Find the string "revolve" in the data, and copy out each line that has it.

Supplied material —
⟨

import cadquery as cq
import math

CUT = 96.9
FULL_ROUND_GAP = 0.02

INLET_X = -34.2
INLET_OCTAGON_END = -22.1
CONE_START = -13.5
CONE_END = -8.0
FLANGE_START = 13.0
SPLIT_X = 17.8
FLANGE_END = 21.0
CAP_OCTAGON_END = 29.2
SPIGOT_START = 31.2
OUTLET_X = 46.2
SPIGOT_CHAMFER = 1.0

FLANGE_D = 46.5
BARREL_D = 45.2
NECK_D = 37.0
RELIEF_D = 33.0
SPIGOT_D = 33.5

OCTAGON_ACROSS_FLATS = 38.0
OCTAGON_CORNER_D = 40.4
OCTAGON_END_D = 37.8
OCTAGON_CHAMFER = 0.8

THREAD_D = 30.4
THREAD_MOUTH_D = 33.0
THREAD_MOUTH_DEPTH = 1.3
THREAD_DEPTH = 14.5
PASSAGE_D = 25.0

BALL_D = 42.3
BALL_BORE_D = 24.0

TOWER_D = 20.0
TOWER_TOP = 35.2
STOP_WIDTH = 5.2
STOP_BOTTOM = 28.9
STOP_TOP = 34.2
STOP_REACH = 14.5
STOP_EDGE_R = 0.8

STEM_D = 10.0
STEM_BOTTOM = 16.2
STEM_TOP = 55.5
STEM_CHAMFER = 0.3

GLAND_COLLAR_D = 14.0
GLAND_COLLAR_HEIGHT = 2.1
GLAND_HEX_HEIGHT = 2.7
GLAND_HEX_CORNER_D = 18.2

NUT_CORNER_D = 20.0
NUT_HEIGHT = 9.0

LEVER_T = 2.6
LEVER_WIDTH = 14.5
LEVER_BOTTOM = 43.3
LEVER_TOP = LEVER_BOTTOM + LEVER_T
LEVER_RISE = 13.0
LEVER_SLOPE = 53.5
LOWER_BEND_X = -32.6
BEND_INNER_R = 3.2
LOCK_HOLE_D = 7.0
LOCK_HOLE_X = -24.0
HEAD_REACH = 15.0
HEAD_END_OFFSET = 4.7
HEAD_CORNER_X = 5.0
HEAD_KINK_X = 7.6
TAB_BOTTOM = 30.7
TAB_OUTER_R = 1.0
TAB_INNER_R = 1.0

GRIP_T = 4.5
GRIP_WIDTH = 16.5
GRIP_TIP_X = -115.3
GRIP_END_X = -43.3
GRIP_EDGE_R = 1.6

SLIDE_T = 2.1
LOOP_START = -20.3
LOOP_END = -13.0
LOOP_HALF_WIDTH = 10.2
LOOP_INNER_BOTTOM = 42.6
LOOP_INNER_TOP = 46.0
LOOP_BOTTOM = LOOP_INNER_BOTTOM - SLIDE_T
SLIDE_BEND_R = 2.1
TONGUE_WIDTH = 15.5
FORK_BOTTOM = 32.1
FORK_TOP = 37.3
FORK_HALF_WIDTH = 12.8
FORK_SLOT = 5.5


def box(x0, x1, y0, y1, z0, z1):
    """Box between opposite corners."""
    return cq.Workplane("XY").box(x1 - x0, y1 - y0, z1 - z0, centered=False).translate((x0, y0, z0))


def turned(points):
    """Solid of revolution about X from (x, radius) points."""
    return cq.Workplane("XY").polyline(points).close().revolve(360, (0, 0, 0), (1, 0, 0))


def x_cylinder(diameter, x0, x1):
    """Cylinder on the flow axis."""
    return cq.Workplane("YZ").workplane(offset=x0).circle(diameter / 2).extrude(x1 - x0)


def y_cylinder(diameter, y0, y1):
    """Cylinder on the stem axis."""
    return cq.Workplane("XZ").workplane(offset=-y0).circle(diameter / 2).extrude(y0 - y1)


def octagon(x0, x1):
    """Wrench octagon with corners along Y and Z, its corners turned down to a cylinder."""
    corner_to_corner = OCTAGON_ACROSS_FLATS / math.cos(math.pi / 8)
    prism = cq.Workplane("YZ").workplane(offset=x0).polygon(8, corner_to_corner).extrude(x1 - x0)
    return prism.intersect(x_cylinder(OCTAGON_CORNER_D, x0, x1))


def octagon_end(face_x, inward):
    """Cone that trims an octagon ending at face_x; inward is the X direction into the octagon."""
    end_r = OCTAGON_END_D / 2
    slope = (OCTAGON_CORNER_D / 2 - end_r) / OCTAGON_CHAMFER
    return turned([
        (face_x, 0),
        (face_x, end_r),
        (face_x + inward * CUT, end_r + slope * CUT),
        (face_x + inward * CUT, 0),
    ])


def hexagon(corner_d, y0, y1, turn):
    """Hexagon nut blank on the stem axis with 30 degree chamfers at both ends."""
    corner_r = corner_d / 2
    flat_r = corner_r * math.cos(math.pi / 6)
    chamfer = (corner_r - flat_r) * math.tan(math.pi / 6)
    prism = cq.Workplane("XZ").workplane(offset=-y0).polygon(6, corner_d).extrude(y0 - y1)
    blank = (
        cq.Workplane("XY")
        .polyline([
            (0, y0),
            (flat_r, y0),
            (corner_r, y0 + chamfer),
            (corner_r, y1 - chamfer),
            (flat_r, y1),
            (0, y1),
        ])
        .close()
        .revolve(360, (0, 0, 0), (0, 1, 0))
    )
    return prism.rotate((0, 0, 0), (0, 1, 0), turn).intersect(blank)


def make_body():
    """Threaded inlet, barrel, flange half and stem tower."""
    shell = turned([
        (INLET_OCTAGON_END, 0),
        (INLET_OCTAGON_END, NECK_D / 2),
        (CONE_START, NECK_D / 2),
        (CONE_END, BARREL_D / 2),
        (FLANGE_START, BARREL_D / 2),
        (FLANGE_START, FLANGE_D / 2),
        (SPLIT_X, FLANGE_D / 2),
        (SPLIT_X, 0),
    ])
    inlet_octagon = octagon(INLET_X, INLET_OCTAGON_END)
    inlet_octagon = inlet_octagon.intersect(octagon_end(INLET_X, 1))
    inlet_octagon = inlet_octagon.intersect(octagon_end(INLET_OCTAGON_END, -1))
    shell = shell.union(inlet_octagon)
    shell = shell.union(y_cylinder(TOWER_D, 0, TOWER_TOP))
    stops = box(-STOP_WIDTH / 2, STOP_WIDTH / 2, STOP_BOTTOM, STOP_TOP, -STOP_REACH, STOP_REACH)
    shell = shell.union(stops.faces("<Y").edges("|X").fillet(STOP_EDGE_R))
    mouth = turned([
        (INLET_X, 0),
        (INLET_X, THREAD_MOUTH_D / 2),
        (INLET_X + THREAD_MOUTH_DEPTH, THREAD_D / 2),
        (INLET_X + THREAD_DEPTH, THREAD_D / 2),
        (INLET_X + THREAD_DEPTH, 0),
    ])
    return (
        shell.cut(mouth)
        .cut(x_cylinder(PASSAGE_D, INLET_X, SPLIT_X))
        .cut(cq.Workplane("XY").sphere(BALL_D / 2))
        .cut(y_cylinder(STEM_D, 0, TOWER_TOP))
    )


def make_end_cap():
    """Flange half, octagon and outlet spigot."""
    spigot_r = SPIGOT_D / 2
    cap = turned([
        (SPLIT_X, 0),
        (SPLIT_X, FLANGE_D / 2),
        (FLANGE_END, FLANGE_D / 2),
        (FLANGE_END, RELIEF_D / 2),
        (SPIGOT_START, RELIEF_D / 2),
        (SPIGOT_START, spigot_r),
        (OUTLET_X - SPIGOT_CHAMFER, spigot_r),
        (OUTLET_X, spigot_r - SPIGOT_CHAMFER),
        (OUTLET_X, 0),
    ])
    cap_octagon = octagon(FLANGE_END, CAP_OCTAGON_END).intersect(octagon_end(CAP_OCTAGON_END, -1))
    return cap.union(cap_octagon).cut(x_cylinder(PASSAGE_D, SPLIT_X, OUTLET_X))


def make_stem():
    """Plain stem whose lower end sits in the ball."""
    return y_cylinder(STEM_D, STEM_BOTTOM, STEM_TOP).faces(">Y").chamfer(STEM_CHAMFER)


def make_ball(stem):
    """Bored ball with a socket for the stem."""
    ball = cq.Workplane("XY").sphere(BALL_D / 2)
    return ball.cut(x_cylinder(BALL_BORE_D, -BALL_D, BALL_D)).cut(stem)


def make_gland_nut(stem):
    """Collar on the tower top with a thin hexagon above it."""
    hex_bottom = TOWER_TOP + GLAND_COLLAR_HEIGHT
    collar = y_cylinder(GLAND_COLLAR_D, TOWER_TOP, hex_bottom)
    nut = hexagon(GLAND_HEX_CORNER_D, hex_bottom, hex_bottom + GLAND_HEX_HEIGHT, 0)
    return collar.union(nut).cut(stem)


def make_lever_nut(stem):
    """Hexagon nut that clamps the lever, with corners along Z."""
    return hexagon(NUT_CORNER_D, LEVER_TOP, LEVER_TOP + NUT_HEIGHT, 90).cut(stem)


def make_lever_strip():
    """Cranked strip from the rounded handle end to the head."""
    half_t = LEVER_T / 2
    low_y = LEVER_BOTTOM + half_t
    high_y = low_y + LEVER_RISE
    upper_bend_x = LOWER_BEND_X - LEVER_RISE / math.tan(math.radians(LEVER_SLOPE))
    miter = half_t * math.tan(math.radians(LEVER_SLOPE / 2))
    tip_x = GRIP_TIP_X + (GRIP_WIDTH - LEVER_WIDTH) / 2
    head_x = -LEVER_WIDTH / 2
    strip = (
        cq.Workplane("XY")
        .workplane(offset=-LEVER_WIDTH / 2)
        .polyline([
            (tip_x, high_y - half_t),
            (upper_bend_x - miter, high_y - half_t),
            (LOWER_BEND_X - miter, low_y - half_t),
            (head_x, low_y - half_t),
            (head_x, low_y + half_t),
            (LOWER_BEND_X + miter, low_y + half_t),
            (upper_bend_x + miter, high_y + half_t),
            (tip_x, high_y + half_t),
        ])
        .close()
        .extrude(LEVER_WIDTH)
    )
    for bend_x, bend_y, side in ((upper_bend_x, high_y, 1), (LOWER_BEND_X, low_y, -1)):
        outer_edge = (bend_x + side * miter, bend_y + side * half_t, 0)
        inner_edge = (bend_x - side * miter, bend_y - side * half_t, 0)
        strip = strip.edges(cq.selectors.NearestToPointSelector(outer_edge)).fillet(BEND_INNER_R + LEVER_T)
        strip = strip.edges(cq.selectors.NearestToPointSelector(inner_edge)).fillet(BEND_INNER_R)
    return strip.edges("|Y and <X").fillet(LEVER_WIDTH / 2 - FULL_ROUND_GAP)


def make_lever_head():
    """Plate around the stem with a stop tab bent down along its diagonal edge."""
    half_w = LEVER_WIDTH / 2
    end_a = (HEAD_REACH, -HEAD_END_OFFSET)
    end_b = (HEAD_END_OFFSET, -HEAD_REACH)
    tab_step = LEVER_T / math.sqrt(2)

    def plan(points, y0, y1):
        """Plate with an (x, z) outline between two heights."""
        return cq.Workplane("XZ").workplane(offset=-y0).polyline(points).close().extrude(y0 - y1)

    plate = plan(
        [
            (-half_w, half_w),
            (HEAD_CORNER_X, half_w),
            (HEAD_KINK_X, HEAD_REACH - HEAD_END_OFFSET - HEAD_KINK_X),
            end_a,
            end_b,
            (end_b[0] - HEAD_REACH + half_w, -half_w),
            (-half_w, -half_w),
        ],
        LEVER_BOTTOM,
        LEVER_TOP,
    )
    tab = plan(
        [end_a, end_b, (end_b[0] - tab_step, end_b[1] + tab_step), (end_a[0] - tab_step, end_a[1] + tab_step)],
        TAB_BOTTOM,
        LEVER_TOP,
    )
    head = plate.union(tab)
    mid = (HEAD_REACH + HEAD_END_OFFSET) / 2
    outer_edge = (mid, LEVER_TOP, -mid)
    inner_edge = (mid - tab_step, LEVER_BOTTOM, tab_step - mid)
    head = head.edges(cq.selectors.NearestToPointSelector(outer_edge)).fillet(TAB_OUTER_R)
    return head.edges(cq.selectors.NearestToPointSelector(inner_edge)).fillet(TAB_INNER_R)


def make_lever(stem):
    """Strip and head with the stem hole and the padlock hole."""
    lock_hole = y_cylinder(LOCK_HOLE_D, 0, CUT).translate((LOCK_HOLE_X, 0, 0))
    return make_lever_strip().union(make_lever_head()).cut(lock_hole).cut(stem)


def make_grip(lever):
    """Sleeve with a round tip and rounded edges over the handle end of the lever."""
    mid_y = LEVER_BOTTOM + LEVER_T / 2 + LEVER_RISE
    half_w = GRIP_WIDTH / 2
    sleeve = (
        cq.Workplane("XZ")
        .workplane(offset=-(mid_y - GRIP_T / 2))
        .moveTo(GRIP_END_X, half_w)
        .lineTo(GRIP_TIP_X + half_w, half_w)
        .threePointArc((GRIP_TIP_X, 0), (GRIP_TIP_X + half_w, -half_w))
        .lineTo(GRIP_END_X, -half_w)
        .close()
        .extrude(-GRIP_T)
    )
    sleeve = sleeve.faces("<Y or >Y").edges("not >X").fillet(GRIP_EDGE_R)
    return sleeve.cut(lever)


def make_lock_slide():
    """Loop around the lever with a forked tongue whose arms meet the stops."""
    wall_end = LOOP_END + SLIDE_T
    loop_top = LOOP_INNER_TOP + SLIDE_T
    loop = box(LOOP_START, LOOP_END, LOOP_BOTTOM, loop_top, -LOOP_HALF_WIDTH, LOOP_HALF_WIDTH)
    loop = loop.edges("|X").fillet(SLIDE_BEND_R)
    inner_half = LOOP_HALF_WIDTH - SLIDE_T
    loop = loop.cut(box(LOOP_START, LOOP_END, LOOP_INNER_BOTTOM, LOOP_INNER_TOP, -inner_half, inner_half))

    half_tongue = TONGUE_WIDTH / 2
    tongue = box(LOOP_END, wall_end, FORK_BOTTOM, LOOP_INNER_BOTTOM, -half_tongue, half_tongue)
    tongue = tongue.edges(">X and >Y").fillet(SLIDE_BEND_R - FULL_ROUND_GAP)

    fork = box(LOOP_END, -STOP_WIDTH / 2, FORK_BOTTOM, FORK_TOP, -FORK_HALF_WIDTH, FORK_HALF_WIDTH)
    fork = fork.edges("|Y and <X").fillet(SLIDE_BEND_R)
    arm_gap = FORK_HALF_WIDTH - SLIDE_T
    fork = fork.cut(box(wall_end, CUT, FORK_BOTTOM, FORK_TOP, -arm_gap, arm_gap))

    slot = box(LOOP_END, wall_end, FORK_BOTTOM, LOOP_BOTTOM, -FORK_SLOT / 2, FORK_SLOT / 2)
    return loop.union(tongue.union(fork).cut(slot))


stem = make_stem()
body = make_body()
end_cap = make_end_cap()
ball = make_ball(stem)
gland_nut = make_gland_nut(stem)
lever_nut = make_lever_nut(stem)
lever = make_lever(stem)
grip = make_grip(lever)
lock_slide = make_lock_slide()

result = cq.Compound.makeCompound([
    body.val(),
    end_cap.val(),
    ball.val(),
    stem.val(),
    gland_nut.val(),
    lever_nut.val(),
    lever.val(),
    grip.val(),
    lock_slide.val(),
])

⟩

Output of the task —
    return cq.Workplane("XY").polyline(points).close().revolve(360, (0, 0, 0), (1, 0, 0))
        .revolve(360, (0, 0, 0), (0, 1, 0))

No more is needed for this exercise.